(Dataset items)
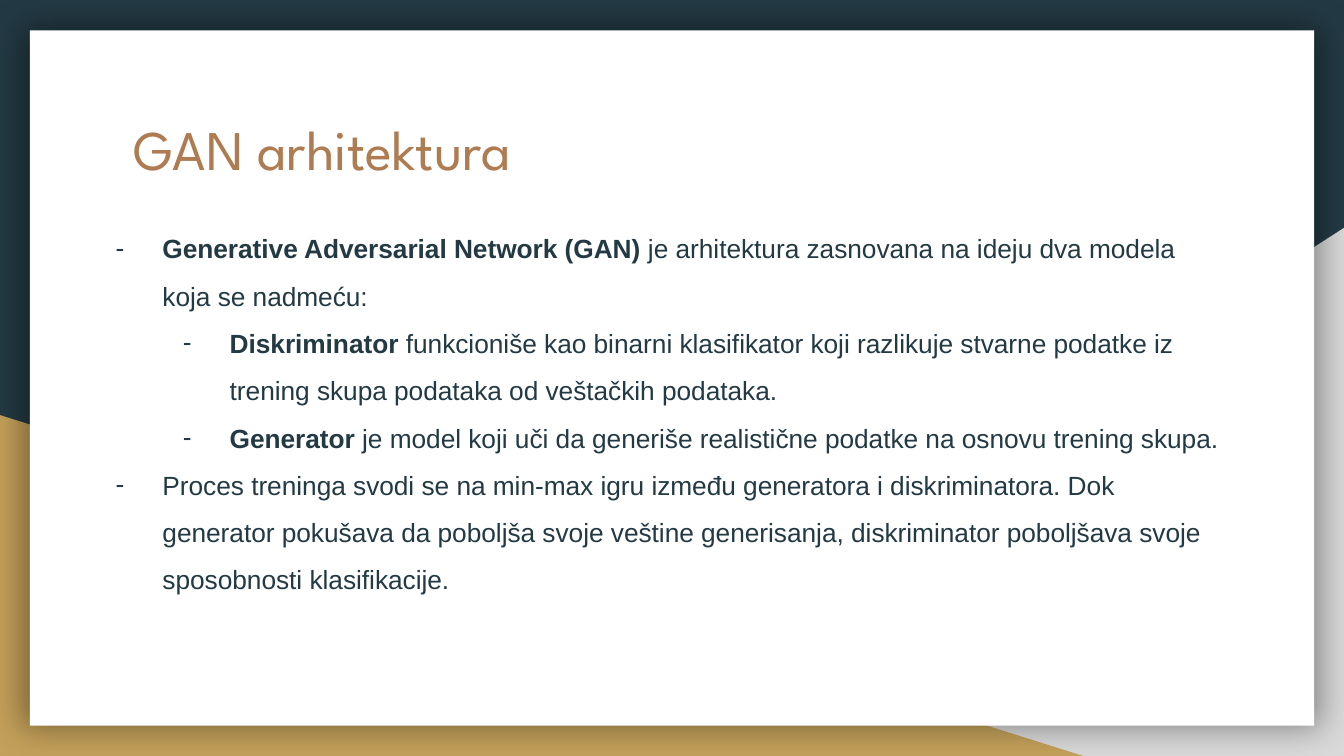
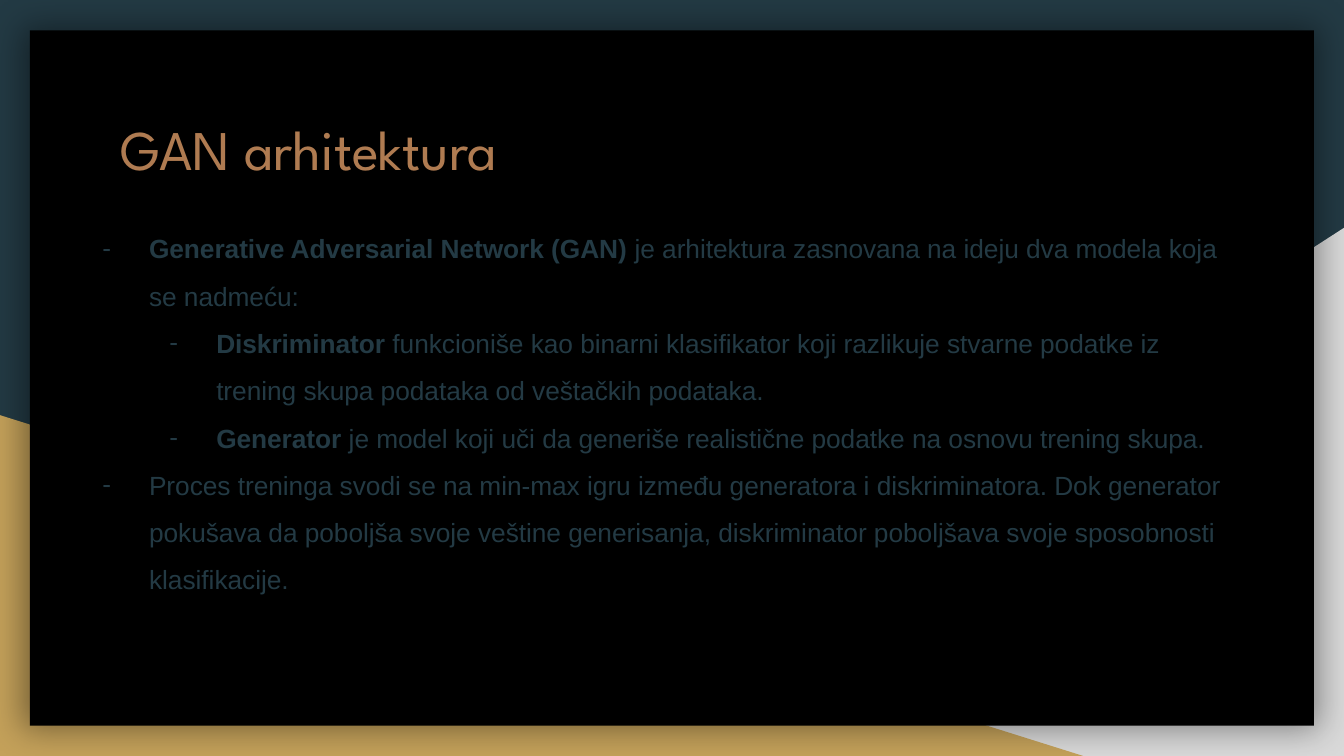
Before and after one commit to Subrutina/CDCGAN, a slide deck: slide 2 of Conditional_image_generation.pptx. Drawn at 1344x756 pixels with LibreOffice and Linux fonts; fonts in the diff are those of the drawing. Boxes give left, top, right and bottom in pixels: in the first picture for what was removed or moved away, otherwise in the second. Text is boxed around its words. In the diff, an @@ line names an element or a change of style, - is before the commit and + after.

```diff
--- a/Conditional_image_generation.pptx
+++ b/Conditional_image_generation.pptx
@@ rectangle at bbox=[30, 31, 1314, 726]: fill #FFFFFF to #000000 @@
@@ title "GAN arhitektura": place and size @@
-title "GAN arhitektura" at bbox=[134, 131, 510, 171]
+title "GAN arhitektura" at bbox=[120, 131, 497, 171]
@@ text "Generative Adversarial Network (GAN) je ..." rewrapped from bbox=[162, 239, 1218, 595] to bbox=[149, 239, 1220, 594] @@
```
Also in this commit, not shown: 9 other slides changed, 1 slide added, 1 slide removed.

▶ [Work request]:
Now write out the data word for word, skipping every picture in it.

▶ [Result of this exercise]:
Before and after one commit to Subrutina/CDCGAN, a slide deck: slide 2 of Conditional_image_generation.pptx. Drawn at 1344x756 pixels with LibreOffice and Linux fonts; fonts in the diff are those of the drawing. Boxes give left, top, right and bottom in pixels: in the first picture for what was removed or moved away, otherwise in the second. Text is boxed around its words. In the diff, an @@ line names an element or a change of style, - is before the commit and + after.

```diff
--- a/Conditional_image_generation.pptx
+++ b/Conditional_image_generation.pptx
@@ rectangle at bbox=[30, 31, 1314, 726]: fill #FFFFFF to #000000 @@
@@ title "GAN arhitektura": place and size @@
-title "GAN arhitektura" at bbox=[134, 131, 510, 171]
+title "GAN arhitektura" at bbox=[120, 131, 497, 171]
@@ text "Generative Adversarial Network (GAN) je ..." rewrapped from bbox=[162, 239, 1218, 595] to bbox=[149, 239, 1220, 594] @@
```
Also in this commit, not shown: 9 other slides changed, 1 slide added, 1 slide removed.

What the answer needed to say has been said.